Your answer should be every line from the records that contains "pptx".

*** Opening Available data ***

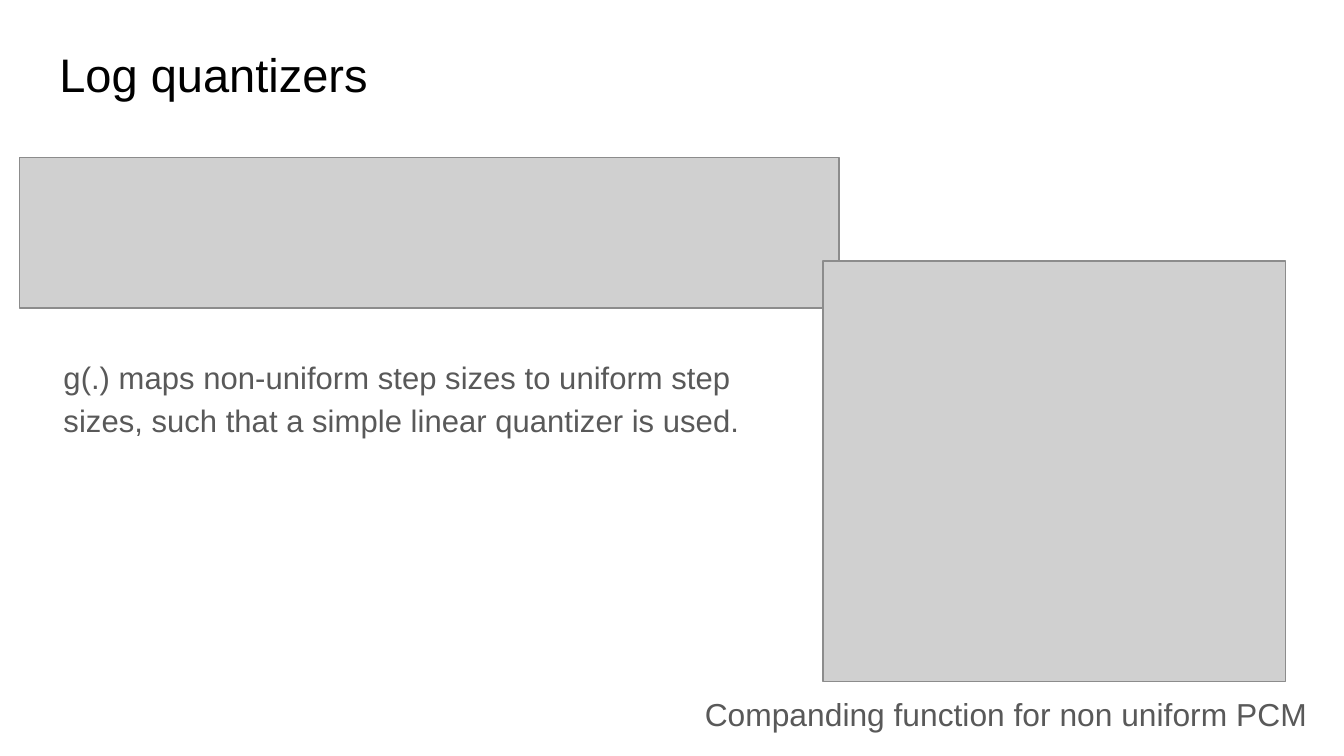
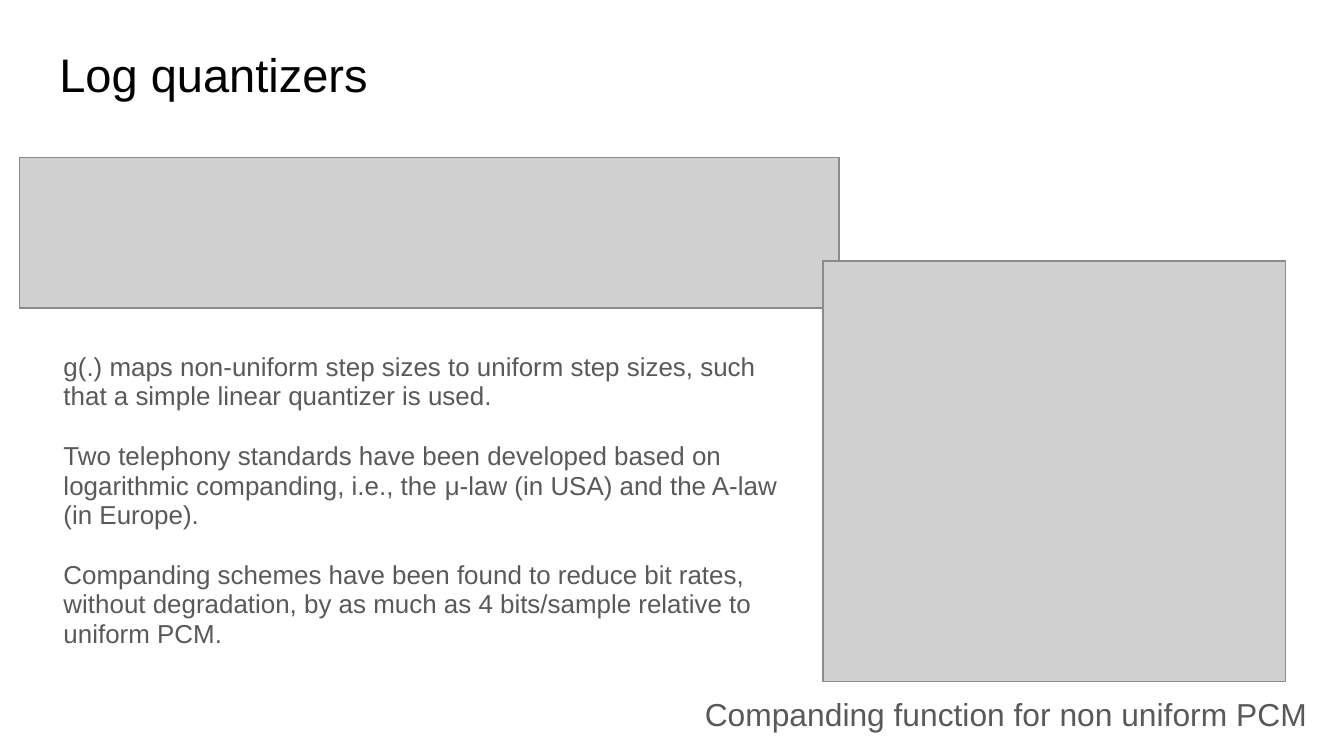
Before and after one commit to xserra/audio-coding-materials, a slide deck: slide 12 of lectures/2. Quantization and _entropy coding.pptx. Drawn at 1344x756 pixels with LibreOffice and Linux fonts; fonts in the diff are those of the drawing; grey boxes stand for pictures. Boxes give left, top, right and bottom in pixels: in the first picture for what was removed or moved away, otherwise in the second. Text is boxed around its words. In the diff, an @@ line names an element or a change of style, - is before the commit and + after.

```diff
--- a/lectures/2. Quantization and _entropy coding.pptx
+++ b/lectures/2. Quantization and _entropy coding.pptx
@@ text at [63,357,755,411]: size 16.6 to 13.9 pt in "g(.) maps non-uniform step sizes to uniform ..."; line spacing 1.15 to 0.95 @@
@@ text at [63,446,777,643]: paragraphs added @@
+Two telephony standards have been developed based on logarithmic companding, i.e., the μ-law (in USA) and the A-law (in Europe).
+Companding schemes have been found to reduce bit rates, without degradation, by as much as 4 bits/sample relative to uniform PCM.
```
Also in this commit, not shown: 2 other slides changed, 1 other file.

*** Closing Available data ***

**Solution:**
Before and after one commit to xserra/audio-coding-materials, a slide deck: slide 12 of lectures/2. Quantization and _entropy coding.pptx. Drawn at 1344x756 pixels with LibreOffice and Linux fonts; fonts in the diff are those of the drawing; grey boxes stand for pictures. Boxes give left, top, right and bottom in pixels: in the first picture for what was removed or moved away, otherwise in the second. Text is boxed around its words. In the diff, an @@ line names an element or a change of style, - is before the commit and + after.
--- a/lectures/2. Quantization and _entropy coding.pptx
+++ b/lectures/2. Quantization and _entropy coding.pptx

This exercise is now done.